(Material supplied Opens)
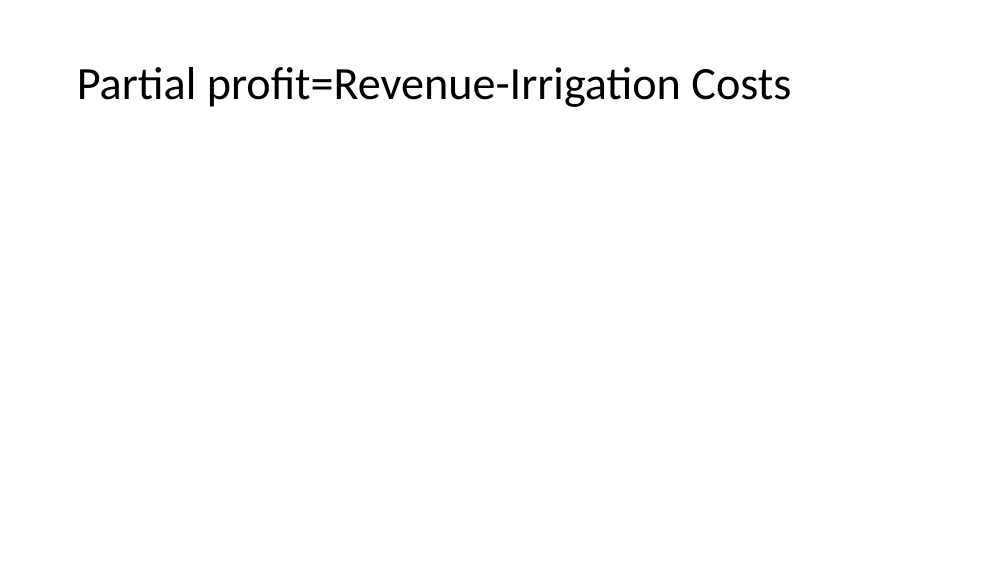
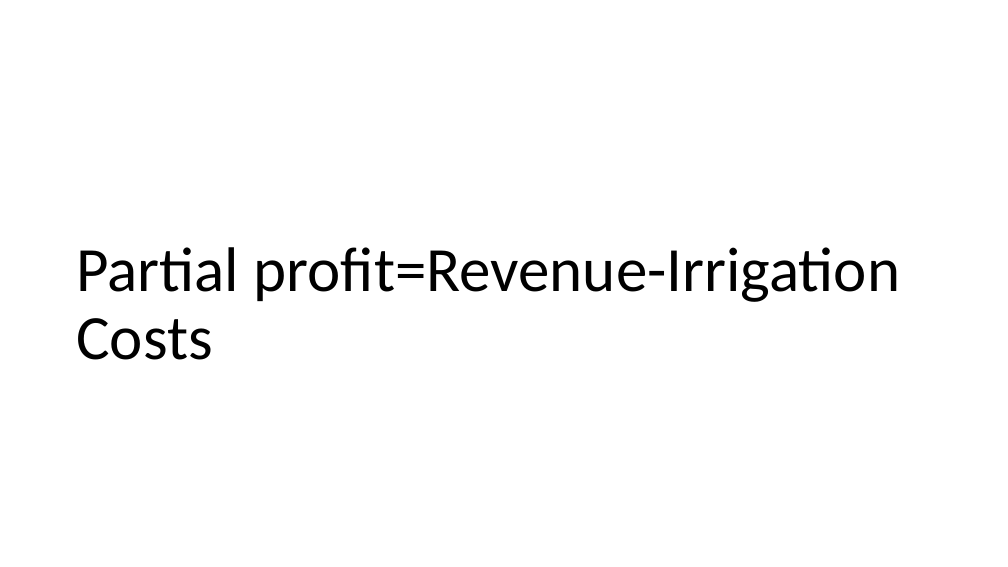
Before and after one commit to AntonUrfels/econ-sims-bihar, a slide deck: slide 16 of Planting date strategies under risk considerations_IGP_v2.pptx (slide 18 before the commit). Drawn at 1008x567 pixels with LibreOffice and Linux fonts; fonts in the diff are those of the drawing. Boxes give left, top, right and bottom in pixels: in the first picture for what was removed or moved away, otherwise in the second. Text is boxed around its words. In the diff, an @@ line names an element or a change of style, - is before the commit and + after.

```diff
--- a/Planting date strategies under risk considerations_IGP_v2.pptx
+++ b/Planting date strategies under risk considerations_IGP_v2.pptx
@@ title "Partial profit=Revenue-Irrigation Costs" moved from (x1=77, y1=67, x2=791, y2=107) to (x1=76, y1=247, x2=901, y2=360) @@
@@ title "Partial profit=Revenue-Irrigation Costs" at (x1=76, y1=247, x2=901, y2=360): size 44 to 60 pt; vertical alignment middle to bottom @@
```
Also in this commit, not shown: 2 other slides changed, 1 slide added, 2 slides removed, 4 other files.
(Material supplied Closes)
## Task to complete
Return all entries preceding this task exactly as they stand, leaving any picture out.

## Written response
Before and after one commit to AntonUrfels/econ-sims-bihar, a slide deck: slide 16 of Planting date strategies under risk considerations_IGP_v2.pptx (slide 18 before the commit). Drawn at 1008x567 pixels with LibreOffice and Linux fonts; fonts in the diff are those of the drawing. Boxes give left, top, right and bottom in pixels: in the first picture for what was removed or moved away, otherwise in the second. Text is boxed around its words. In the diff, an @@ line names an element or a change of style, - is before the commit and + after.

```diff
--- a/Planting date strategies under risk considerations_IGP_v2.pptx
+++ b/Planting date strategies under risk considerations_IGP_v2.pptx
@@ title "Partial profit=Revenue-Irrigation Costs" moved from (x1=77, y1=67, x2=791, y2=107) to (x1=76, y1=247, x2=901, y2=360) @@
@@ title "Partial profit=Revenue-Irrigation Costs" at (x1=76, y1=247, x2=901, y2=360): size 44 to 60 pt; vertical alignment middle to bottom @@
```
Also in this commit, not shown: 2 other slides changed, 1 slide added, 2 slides removed, 4 other files.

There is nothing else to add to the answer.